◆ PROBLEM TO WORK ON ◆
Pictures aside, return every line below exactly as written.

◆ RECORDS SUPPLIED ◆

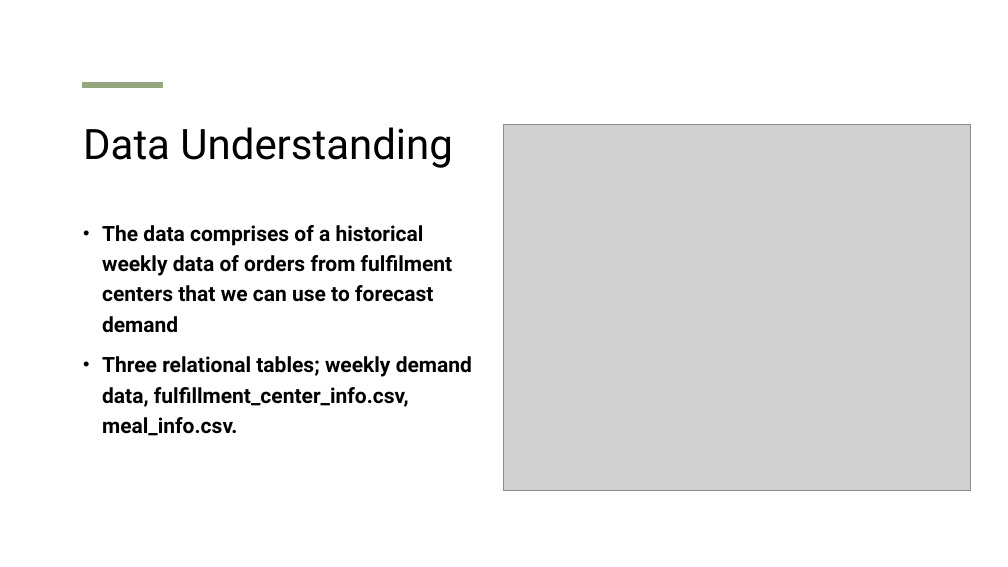
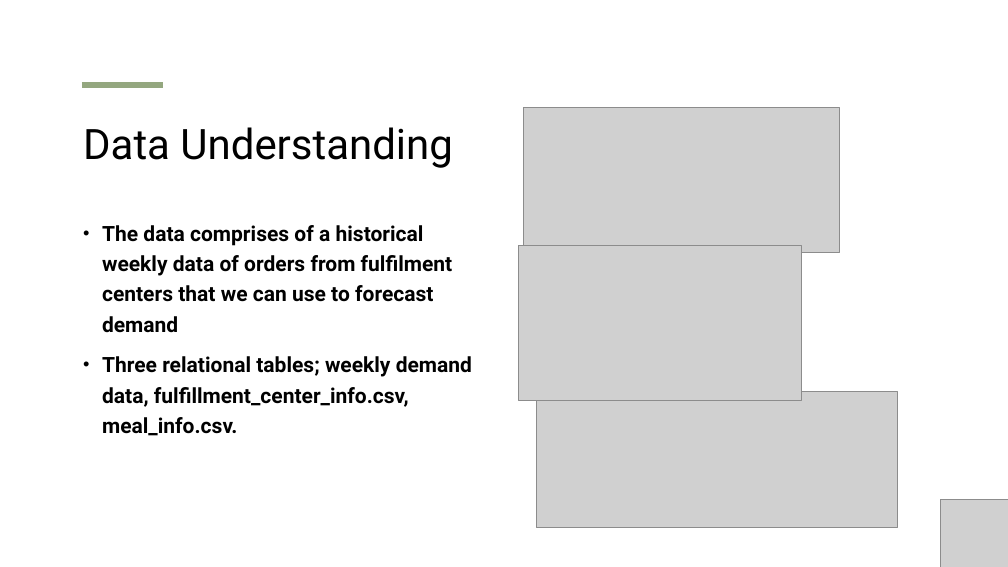
Before and after one commit to Supraja27/DSCI6007-02_Team1, a slide deck: slide 7 of DSCI6007-02_MIDTERM_PROJECT_DECK_TEAM1.pptx (slide 6 before the commit). Drawn at 1008x567 pixels with LibreOffice and Linux fonts; fonts in the diff are those of the drawing; grey boxes stand for pictures. Boxes give left, top, right and bottom in pixels: in the first picture for what was removed or moved away, otherwise in the second. Text is boxed around its words. In the diff, an @@ line names an element or a change of style, - is before the commit and + after.

```diff
--- a/DSCI6007-02_MIDTERM_PROJECT_DECK_TEAM1.pptx
+++ b/DSCI6007-02_MIDTERM_PROJECT_DECK_TEAM1.pptx
@@ picture added at bbox=[524, 107, 839, 253] @@
@@ picture removed at bbox=[504, 124, 970, 491] @@
@@ picture added at bbox=[518, 246, 802, 401] @@
@@ picture added at bbox=[536, 392, 898, 527] @@
@@ picture added at bbox=[941, 500, 1008, 567] @@
```
Also in this commit, not shown: 8 other slides changed, 1 slide added, 1 other file.
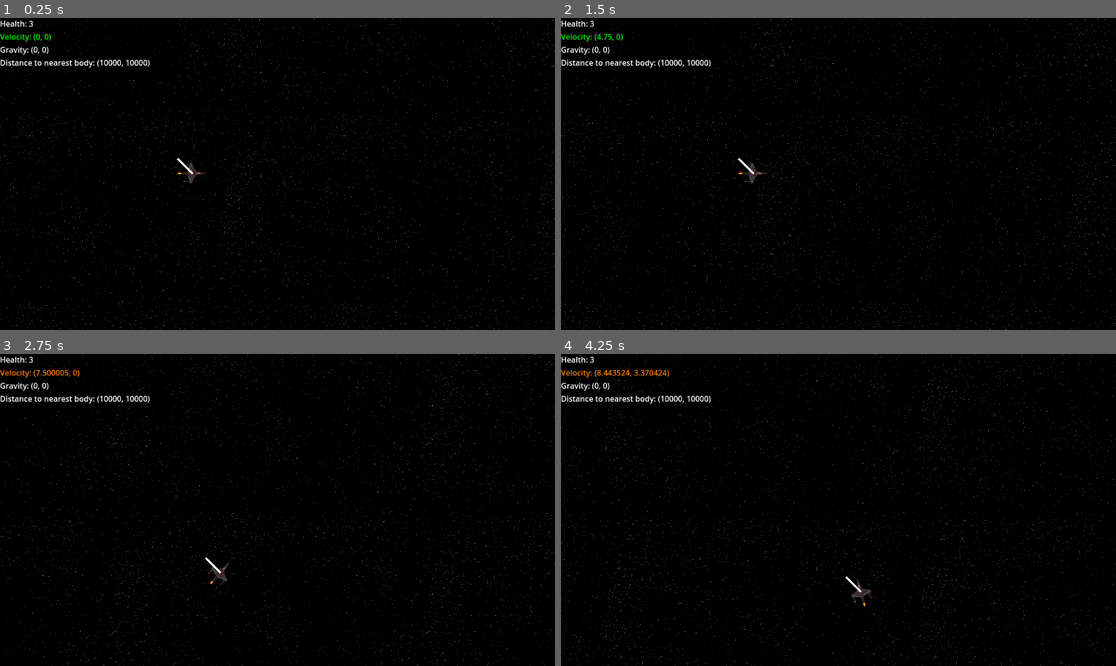
Above: before the commit, frames 1-4 (two rows, left to right).
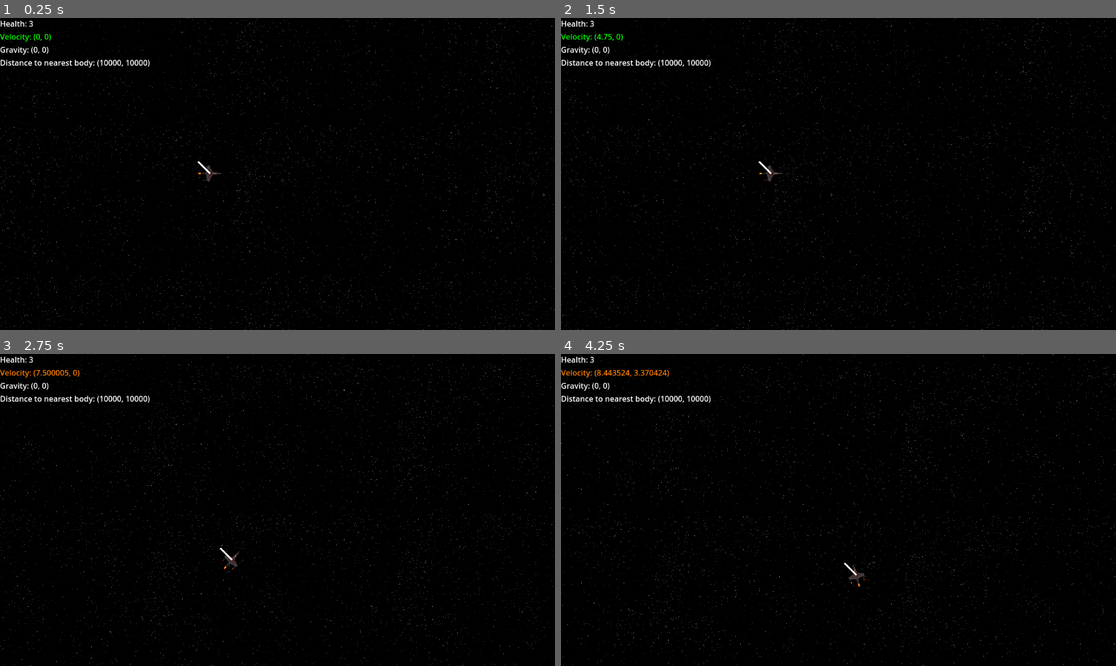
Above: after the commit, the same moments.

Repository: Lambda-Nabla/orbit-newton
Game: Godot game, scene res://scenes/main.tscn
The game is run twice, just before and just after one commit, with the same random seed, the same clock (stepped at 60 frames per second) and the same inputs. This scene is started directly instead of the project's main scene.
Inputs (mouse positions are in pixels of both pictures, inside the frame that each line leads up to):
- Up to frame 1 (0.25 s): no input
- Up to frame 2 (1.5 s): tap Enter at 0.5 s; move the mouse to (810, 236) at 0.52 s; hold W (up) from 0.53 s (still down); click (810, 236) at 0.67 s; move the mouse to (1005, 220) at 1.27 s
- Up to frame 3 (2.75 s): move the mouse to (111, 463) at 2.02 s; release W (up) at 2.03 s; hold A (left) from 2.03 s (still down)
- Up to frame 4 (4.25 s): move the mouse to (866, 510) at 2.77 s; click (866, 510) at 2.92 s; move the mouse to (755, 432) at 3.52 s; release A (left) at 3.53 s; hold S (down) from 3.53 s (still down)

The runs differ from the first frame. In frame 1, 2.6% of the frame differs, in the area x 0-100%, y 0-100%; in frame 2, 2.6%; in frame 3, 2.7%; in frame 4, 2.7%.

Commit message:
added score mod

Diff:
--- a/scenes/player.tscn
+++ b/scenes/player.tscn
@@ -8,8 +8,6 @@
 
 [node name="Player" type="RigidBody2D" groups=["player"]]
 position = Vector2(-400, -2)
-collision_layer = 3
-collision_mask = 3
 gravity_scale = 0.0
 max_contacts_reported = 1
 contact_monitor = true
@@ -28,7 +26,7 @@
 
 [node name="Camera2D" type="Camera2D" parent="."]
 position = Vector2(400, 2)
-zoom = Vector2(0.44, 0.44)
+zoom = Vector2(0.35, 0.35)
 
 [node name="Node2D" type="Node2D" parent="."]
 metadata/mass = 0
--- a/scripts/hud.gd
+++ b/scripts/hud.gd
@@ -38,7 +38,7 @@
 	lVelocity.text = str("Velocity: ", velocity)
 	lGravity.text = str("Gravity: ", gravity)
 	lNearestBody.text = str("Distance to nearest body: ", nearest)
-	lScore.text = str("Score: ", minigameServer.score)
+	lScore.text = str("Score: ", 3 - minigameServer.playerHealth)
 	if abs(velocity.x) > redSpeed or abs(velocity.y) > redSpeed:
 		lVelocity.set("theme_override_colors/font_color", Color(1,0,0))
 	elif abs(velocity.x) > orangeSpeed or abs(velocity.y) > orangeSpeed:
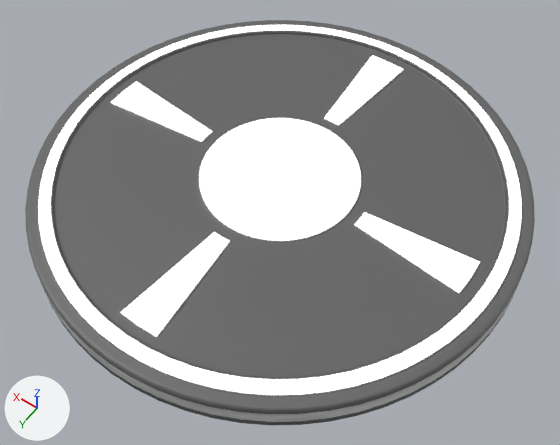
Renders of the Blender file Assets/models/platform.blend from each side of a commit.
Rendered twice from a camera (50 mm lens) standing at (-93.5, 131.0, 187.1) and looking at (-3.9, 5.4, -10.1). The axes (+X, +Y, +Z) are drawn at lower left. The lights are the same throughout.
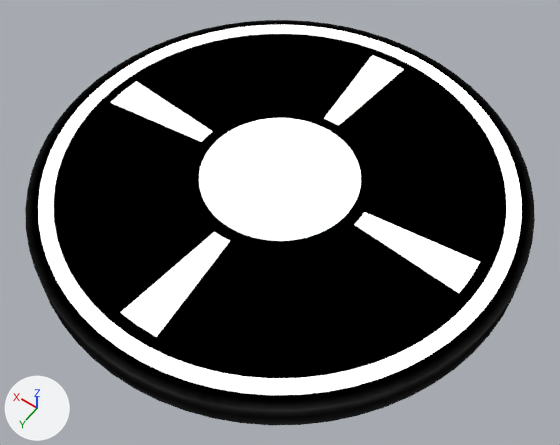
Edits to the scene script, one JSON object a line:
```json
{"block": "mat_metallic", "change": "nodes: BsdfPrincipled, Gamma x2, Mapping, Math, Mix x2, NewGeometry, OutputMaterial, TexCoord, TexGradient, TexNoise x2, ValToRGB x3"}
{"block": "mat_metallic", "change": "colours: black #000000, white #ffffff, dark grey #636363, light grey #cecece, white #f0fff0"}
{"block": "mat_metallic", "change": "nodes: Gamma, Math, NewGeometry, OutputMaterial, TexNoise, ValToRGB"}
{"block": "mat_metallic", "change": "colours: black #000000, white #ffffff"}
{"block": "me_cylinder", "where": "# used by ob_cylinder; location = (0.0, 0.0, 0.0)"}
{"op": "remove", "block": "me_cylinder", "code": "me_cylinder.from_pydata(...)  # 1264 vertices, 1202 faces; spans x -78.0..78.0, y -78.0..78.0, z -16.0..6.0"}
{"op": "add", "block": "me_cylinder", "code": "me_cylinder.from_pydata(...)  # 1456 vertices, 1516 faces; spans x -78.0..78.0, y -78.0..78.0, z -16.0..6.0"}
{"block": "me_cylinder", "change": "me_cylinder part 1"}
{"block": "me_cylinder", "change": "64 faces are deleted"}
{"block": "me_cylinder", "change": "192 vertices are added at x -78.0..78.0, y -78.0..78.0, z -2.0..2.0"}
{"block": "me_cylinder", "change": "256 new faces join them, mat_metallic"}
{"block": "me_cylinder", "change": "me_cylinder part 2: 128 faces spanning x -70.0..70.0, y -70.0..70.0, z 5.0..6.0 switch from mat_metallic to mat_neonpart (white #e7e7e7)"}
```

Where the change shows, as pixel boxes (x1, y1, x2, y2) in the pictures (560 x 445 px):
```json
{"object": "Cylinder", "change": "surface changed", "before": [25, 20, 535, 425], "after": [25, 20, 535, 425], "on screen": "grey to black"}
{"part": 1, "of": "me_cylinder", "change": "built on", "before": [40, 281, 518, 425], "after": [40, 281, 518, 425]}
{"part": 2, "of": "me_cylinder", "change": "recoloured", "before": [51, 30, 509, 379], "after": [51, 30, 509, 379], "on screen": "grey to white"}
```

◆ WRITTEN ANSWER ◆
Before and after one commit to Supraja27/DSCI6007-02_Team1, a slide deck: slide 7 of DSCI6007-02_MIDTERM_PROJECT_DECK_TEAM1.pptx (slide 6 before the commit). Drawn at 1008x567 pixels with LibreOffice and Linux fonts; fonts in the diff are those of the drawing; grey boxes stand for pictures. Boxes give left, top, right and bottom in pixels: in the first picture for what was removed or moved away, otherwise in the second. Text is boxed around its words. In the diff, an @@ line names an element or a change of style, - is before the commit and + after.

```diff
--- a/DSCI6007-02_MIDTERM_PROJECT_DECK_TEAM1.pptx
+++ b/DSCI6007-02_MIDTERM_PROJECT_DECK_TEAM1.pptx
@@ picture added at bbox=[524, 107, 839, 253] @@
@@ picture removed at bbox=[504, 124, 970, 491] @@
@@ picture added at bbox=[518, 246, 802, 401] @@
@@ picture added at bbox=[536, 392, 898, 527] @@
@@ picture added at bbox=[941, 500, 1008, 567] @@
```
Also in this commit, not shown: 8 other slides changed, 1 slide added, 1 other file.
Above: before the commit, frames 1-4 (two rows, left to right).
Above: after the commit, the same moments.

Repository: Lambda-Nabla/orbit-newton
Game: Godot game, scene res://scenes/main.tscn
The game is run twice, just before and just after one commit, with the same random seed, the same clock (stepped at 60 frames per second) and the same inputs. This scene is started directly instead of the project's main scene.
Inputs (mouse positions are in pixels of both pictures, inside the frame that each line leads up to):
- Up to frame 1 (0.25 s): no input
- Up to frame 2 (1.5 s): tap Enter at 0.5 s; move the mouse to (810, 236) at 0.52 s; hold W (up) from 0.53 s (still down); click (810, 236) at 0.67 s; move the mouse to (1005, 220) at 1.27 s
- Up to frame 3 (2.75 s): move the mouse to (111, 463) at 2.02 s; release W (up) at 2.03 s; hold A (left) from 2.03 s (still down)
- Up to frame 4 (4.25 s): move the mouse to (866, 510) at 2.77 s; click (866, 510) at 2.92 s; move the mouse to (755, 432) at 3.52 s; release A (left) at 3.53 s; hold S (down) from 3.53 s (still down)

The runs differ from the first frame. In frame 1, 2.6% of the frame differs, in the area x 0-100%, y 0-100%; in frame 2, 2.6%; in frame 3, 2.7%; in frame 4, 2.7%.

Commit message:
added score mod

Diff:
--- a/scenes/player.tscn
+++ b/scenes/player.tscn
@@ -8,8 +8,6 @@
 
 [node name="Player" type="RigidBody2D" groups=["player"]]
 position = Vector2(-400, -2)
-collision_layer = 3
-collision_mask = 3
 gravity_scale = 0.0
 max_contacts_reported = 1
 contact_monitor = true
@@ -28,7 +26,7 @@
 
 [node name="Camera2D" type="Camera2D" parent="."]
 position = Vector2(400, 2)
-zoom = Vector2(0.44, 0.44)
+zoom = Vector2(0.35, 0.35)
 
 [node name="Node2D" type="Node2D" parent="."]
 metadata/mass = 0
--- a/scripts/hud.gd
+++ b/scripts/hud.gd
@@ -38,7 +38,7 @@
 	lVelocity.text = str("Velocity: ", velocity)
 	lGravity.text = str("Gravity: ", gravity)
 	lNearestBody.text = str("Distance to nearest body: ", nearest)
-	lScore.text = str("Score: ", minigameServer.score)
+	lScore.text = str("Score: ", 3 - minigameServer.playerHealth)
 	if abs(velocity.x) > redSpeed or abs(velocity.y) > redSpeed:
 		lVelocity.set("theme_override_colors/font_color", Color(1,0,0))
 	elif abs(velocity.x) > orangeSpeed or abs(velocity.y) > orangeSpeed:
Renders of the Blender file Assets/models/platform.blend from each side of a commit.
Rendered twice from a camera (50 mm lens) standing at (-93.5, 131.0, 187.1) and looking at (-3.9, 5.4, -10.1). The axes (+X, +Y, +Z) are drawn at lower left. The lights are the same throughout.
Edits to the scene script, one JSON object a line:
```json
{"block": "mat_metallic", "change": "nodes: BsdfPrincipled, Gamma x2, Mapping, Math, Mix x2, NewGeometry, OutputMaterial, TexCoord, TexGradient, TexNoise x2, ValToRGB x3"}
{"block": "mat_metallic", "change": "colours: black #000000, white #ffffff, dark grey #636363, light grey #cecece, white #f0fff0"}
{"block": "mat_metallic", "change": "nodes: Gamma, Math, NewGeometry, OutputMaterial, TexNoise, ValToRGB"}
{"block": "mat_metallic", "change": "colours: black #000000, white #ffffff"}
{"block": "me_cylinder", "where": "# used by ob_cylinder; location = (0.0, 0.0, 0.0)"}
{"op": "remove", "block": "me_cylinder", "code": "me_cylinder.from_pydata(...)  # 1264 vertices, 1202 faces; spans x -78.0..78.0, y -78.0..78.0, z -16.0..6.0"}
{"op": "add", "block": "me_cylinder", "code": "me_cylinder.from_pydata(...)  # 1456 vertices, 1516 faces; spans x -78.0..78.0, y -78.0..78.0, z -16.0..6.0"}
{"block": "me_cylinder", "change": "me_cylinder part 1"}
{"block": "me_cylinder", "change": "64 faces are deleted"}
{"block": "me_cylinder", "change": "192 vertices are added at x -78.0..78.0, y -78.0..78.0, z -2.0..2.0"}
{"block": "me_cylinder", "change": "256 new faces join them, mat_metallic"}
{"block": "me_cylinder", "change": "me_cylinder part 2: 128 faces spanning x -70.0..70.0, y -70.0..70.0, z 5.0..6.0 switch from mat_metallic to mat_neonpart (white #e7e7e7)"}
```

Where the change shows, as pixel boxes (x1, y1, x2, y2) in the pictures (560 x 445 px):
```json
{"object": "Cylinder", "change": "surface changed", "before": [25, 20, 535, 425], "after": [25, 20, 535, 425], "on screen": "grey to black"}
{"part": 1, "of": "me_cylinder", "change": "built on", "before": [40, 281, 518, 425], "after": [40, 281, 518, 425]}
{"part": 2, "of": "me_cylinder", "change": "recoloured", "before": [51, 30, 509, 379], "after": [51, 30, 509, 379], "on screen": "grey to white"}
```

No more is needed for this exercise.